What to do ->
Reproduce nothing beyond the line containing "- Up to frame 1 (0.5 s): no input". From the first line of the data below down to it, copy each line exactly, without the pictures.

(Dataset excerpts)
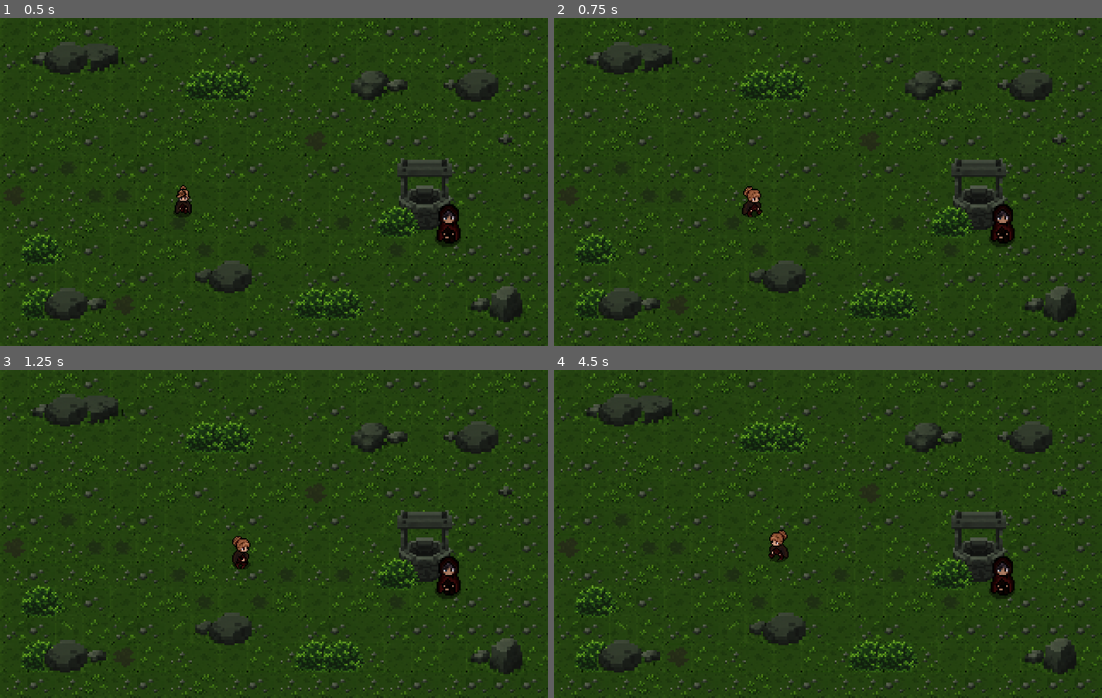
Above: before the commit, frames 1-4 (two rows, left to right).
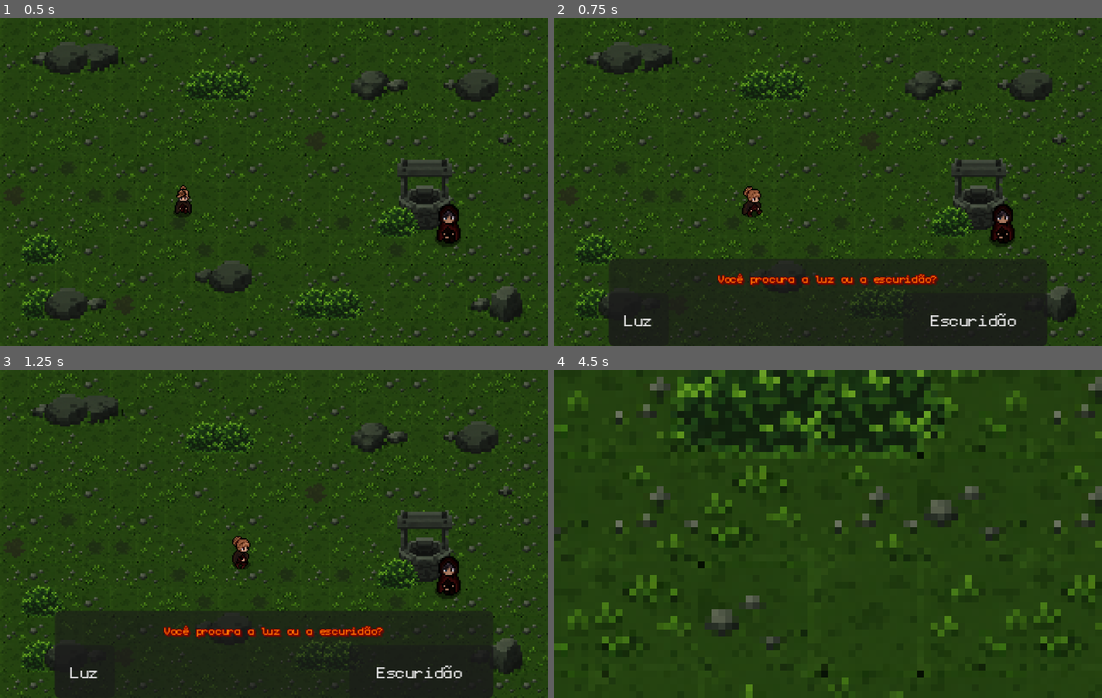
Above: after the commit, the same moments.

Repository: Matheus-Nogueira1/PelequeticosClube
Game: Godot game, scene res://scenes/mapas/world.tscn
Same seed, same stepped clock (60 frames per second), same inputs: the game is played once before the commit and once after it. This scene is started directly instead of the project's main scene.
Inputs (mouse positions are in pixels of both pictures, inside the frame that each line leads up to):
- Up to frame 1 (0.5 s): no input
- Up to frame 2 (0.75 s): tap Enter (ui_accept) at 0.5 s; move the mouse to (948, 165) at 0.52 s; hold D (right) from 0.53 s (still down); hold E (interact) from 0.53 s (still down); click (948, 165) at 0.67 s
- Up to frame 3 (1.25 s): keep holding D (right); keep holding E (interact); tap Enter (ui_accept) at 0.77 s
- Up to frame 4 (4.5 s): release D (right) at 1.25 s; release E (interact) at 1.25 s; click (636, 671) at 1.25 s, where only the run after the commit has a clickable "Luz"; move the mouse to (718, 550) at 2.02 s; hold S (down) 2.03-2.78 s; tap E (interact) at 2.1, 3.6 s; tap Enter (ui_accept) at 2.27, 3.77 s; move the mouse to (882, 461) at 2.77 s; hold D (right) 2.78-3.53 s; hold E (interact) 2.78-3.53 s; move the mouse to (800, 599) at 3.52 s; hold Up (ui_up) 3.53-4.28 s; click (800, 599) at 3.67 s; move the mouse to (992, 583) at 4.27 s; hold A (left) from 4.28 s (still down); hold E (interact) from 4.28 s (still down)

Frame 1 is identical in both runs. In frame 2, 11% of the frame differs, in the area x 10-90%, y 73-100%; in frame 3, 11%; in frame 4, 23%, in the area x 0-100%, y 0-100%.

Commit message:
Arrumando o empurrar

Diff:
--- a/ascencaozeta-pelequeta/scenes/mapas/world.tscn
+++ b/ascencaozeta-pelequeta/scenes/mapas/world.tscn
@@ -3,11 +3,11 @@
 [ext_resource type="Texture2D" uid="uid://ddau662gs3yvt" path="res://assets/world/TileMap_Template_MundoUm.png" id="2_0fipq"]
 [ext_resource type="Script" uid="uid://cmqegko3bil0n" path="res://scripts/mapas/World.gd" id="2_4wvfk"]
 [ext_resource type="LabelSettings" uid="uid://ch5kik1mpjmso" path="res://fonts/Titulos.tres" id="3_0fipq"]
-[ext_resource type="Script" uid="uid://dsfklh35bbens" path="res://scripts/personagens/empurrar.gd" id="3_4wvfk"]
 [ext_resource type="FontFile" uid="uid://bekpl1ntck7o" path="res://fonts/monogram-extended.ttf" id="4_fprfk"]
 [ext_resource type="Texture2D" uid="uid://cwl6wl4ks11dx" path="res://assets/Player/Base/Shadow.png" id="4_qjijs"]
 [ext_resource type="Texture2D" uid="uid://brd25mqc18gt8" path="res://assets/Npc/Veia/VeiaEmpurrarTemplate.png" id="5_fprfk"]
 [ext_resource type="Texture2D" uid="uid://0lp03bptho16" path="res://assets/Player/ESCOLHIDO/Escolhido_Template_CaindoCutscene-Sheet.png" id="5_qjijs"]
+[ext_resource type="Script" uid="uid://2nt3e04vjvi1" path="res://scripts/animações/empurrar.gd" id="6_qjijs"]
 
 [sub_resource type="TileSetAtlasSource" id="TileSetAtlasSource_qjijs"]
 texture = ExtResource("2_0fipq")
@@ -320,7 +320,7 @@
 
 [node name="Velha" type="CharacterBody2D" parent="." unique_id=654136390]
 y_sort_enabled = true
-script = ExtResource("3_4wvfk")
+script = ExtResource("6_qjijs")
 
 [node name="Shadow" type="AnimatedSprite2D" parent="Velha" unique_id=2023901219]
 position = Vector2(261, 119)
--- /dev/null
+++ b/ascencaozeta-pelequeta/scripts/animações/empurrar.gd
@@ -0,0 +1,221 @@
+
+extends CharacterBody2D
+
+var player_near := false
+var player: CharacterBody2D = null
+var interacting := false
+var cutscene_started := false
+
+
+func _ready():
+	player_near = false
+	player = null
+	interacting = false
+	cutscene_started = false
+
+	$InteractionArea.body_entered.connect(_on_body_entered)
+	$InteractionArea.body_exited.connect(_on_body_exited)
+
+
+func _on_body_entered(body):
+	if body is CharacterBody2D:
+		player_near = true
+		player = body
+
+
+func _on_body_exited(body):
+	if body == player and not cutscene_started:
+		player_near = false
+		player = null
+
+		interacting = false
+		$"../UI/DialogueBox".visible = false
+
+
+func _process(_delta):
+	if player_near and not interacting and not cutscene_started:
+		if Input.is_action_just_pressed("interact"):
+			interact()
+
+
+func interact():
+	interacting = true
+	$"../UI/DialogueBox".visible = true
+
+	print("Abriu o diálogo!")
+
+
+func _on_light_button_pressed():
+	if not interacting or not player_near or player == null:
+		return
+
+	iniciar_empurrao()
+
+
+func _on_darkness_button_pressed():
+	if not interacting or not player_near or player == null:
+		return
+
+	iniciar_empurrao()
+
+
+# Vira um sprite na direção desejada.
+# Considera que o sprite original olha para a direita.
+func virar_sprite(sprite: Node, direita: bool):
+	if sprite is AnimatedSprite2D or sprite is Sprite2D:
+		sprite.flip_h = not direita
+
+
+# Vira os sprites do personagem.
+func virar_personagem(personagem: CharacterBody2D, direita: bool):
+	var sprites = personagem.find_children(
+		"*", "AnimatedSprite2D", true, false
+	)
+
+	sprites.append_array(
+		personagem.find_children("*", "Sprite2D", true, false)
+	)
+
+	for sprite in sprites:
+		virar_sprite(sprite, direita)
+
+
+func iniciar_empurrao():
+	if cutscene_started:
+		return
+
+	if not interacting or not player_near or player == null:
+		return
+
+	cutscene_started = true
+	interacting = true
+
+	$"../UI/DialogueBox".visible = false
+
+	# Guarda a referência do jogador.
+	var player_ref = player
+
+	# Impede o jogador de andar.
+	player_ref.velocity = Vector2.ZERO
+	player_ref.set_physics_process(false)
+
+	# Vira a Velha e o jogador um para o outro.
+	var velha_pos = $Empurrar.global_position
+	var player_pos = player_ref.global_position
+
+	var velha_direita = player_pos.x > velha_pos.x
+	var player_direita = velha_pos.x > player_pos.x
+
+	virar_sprite($Empurrar, velha_direita)
+	virar_personagem(player_ref, player_direita)
+
+	# CÂMERA: posicionamento do seu código original.
+	var camera = $"../Camera2D"
+
+	var ponto = (velha_pos + player_pos) / 2.0
+
+	camera.enabled = true
+	camera.global_position = ponto
+	camera.zoom = Vector2(2, 2)
+
+	# Aproxima a câmera lentamente.
+	var zoom_tween = create_tween()
+
+	zoom_tween.tween_property(
+		camera,
+		"zoom",
+		Vector2(4, 4),
+		3.0
+	)
+
+	await zoom_tween.finished
+
+	# Animação de empurrão e som.
+	$Empurrar.play("empurrar")
+	$AudioStreamPlayer2D.play()
+
+	await get_tree().create_timer(0.5).timeout
+
+	# Escurece a tela.
+	var black_screen = $"../UI/BlackScreen"
+	var falling_player = $"../UI/CaindoCutscene"
+
+	black_screen.z_index = 5
+	falling_player.z_index = 10
+
+	black_screen.visible = true
+	black_screen.modulate.a = 0.0
+
+	var fade = create_tween()
+
+	fade.tween_property(
+		black_screen,
+		"modulate:a",
+		1.0,
+		1.0
+	)
+
+	await fade.finished
+
+	# Esconde o jogador original.
+	player_ref.visible = false
+
+	# Posiciona a animação de queda no centro da tela.
+	falling_player.visible = true
+	falling_player.position = get_viewport_rect().size / 2.0
+	falling_player.offset = Vector2.ZERO
+	falling_player.rotation = 0.0
+	falling_player.scale = Vector2(3.0, 3.0)
+
+	# A animação de queda toca apenas uma vez.
+	falling_player.speed_scale = 0.65
+	falling_player.sprite_frames.set_animation_loop(
+		"CaindoCutscene",
+		false
+	)
+
+	falling_player.play("CaindoCutscene")
+
+	# Movimento suave durante a queda.
+	var queda = create_tween()
+	queda.set_parallel(true)
+
+	queda.tween_property(
+		falling_player,
+		"position",
+		falling_player.position + Vector2(0, 45),
+		2.8
+	).set_trans(Tween.TRANS_SINE).set_ease(Tween.EASE_IN)
+
+	queda.tween_property(
+		falling_player,
+		"rotation",
+		deg_to_rad(8.0),
+		2.8
+	).set_trans(Tween.TRANS_SINE).set_ease(Tween.EASE_IN)
+
+	queda.tween_property(
+		falling_player,
+		"scale",
+		Vector2(3.5, 3.5),
+		2.8
+	).set_trans(Tween.TRANS_SINE).set_ease(Tween.EASE_IN)
+
+	# Espera a animação e o movimento terminarem.
+	await falling_player.animation_finished
+	await queda.finished
+
+	# Pequena pausa antes da transição.
+	await get_tree().create_timer(0.8).timeout
+
+
+	# Vai para a Cabana Elizabeth.
+	var erro = get_tree().change_scene_to_file(
+		"res://scenes/mapas/Firekeeper.tscn"
+	)
+
+	if erro != OK:
+		push_error(
+			"Não foi possível abrir Firekeeper.tscn. Erro: "
+			+ str(erro)
+		)
Not shown, added: ascencaozeta-pelequeta/scripts/animações/empurrar.gd.uid
Not shown, removed: ascencaozeta-pelequeta/scripts/personagens/empurrar.gd.uid
Not shown, added: ascencaozeta-pelequeta/scenes/mapas/world.tscn3592935845.tmp

Task result ->
Above: before the commit, frames 1-4 (two rows, left to right).
Above: after the commit, the same moments.

Repository: Matheus-Nogueira1/PelequeticosClube
Game: Godot game, scene res://scenes/mapas/world.tscn
Same seed, same stepped clock (60 frames per second), same inputs: the game is played once before the commit and once after it. This scene is started directly instead of the project's main scene.
Inputs (mouse positions are in pixels of both pictures, inside the frame that each line leads up to):
- Up to frame 1 (0.5 s): no input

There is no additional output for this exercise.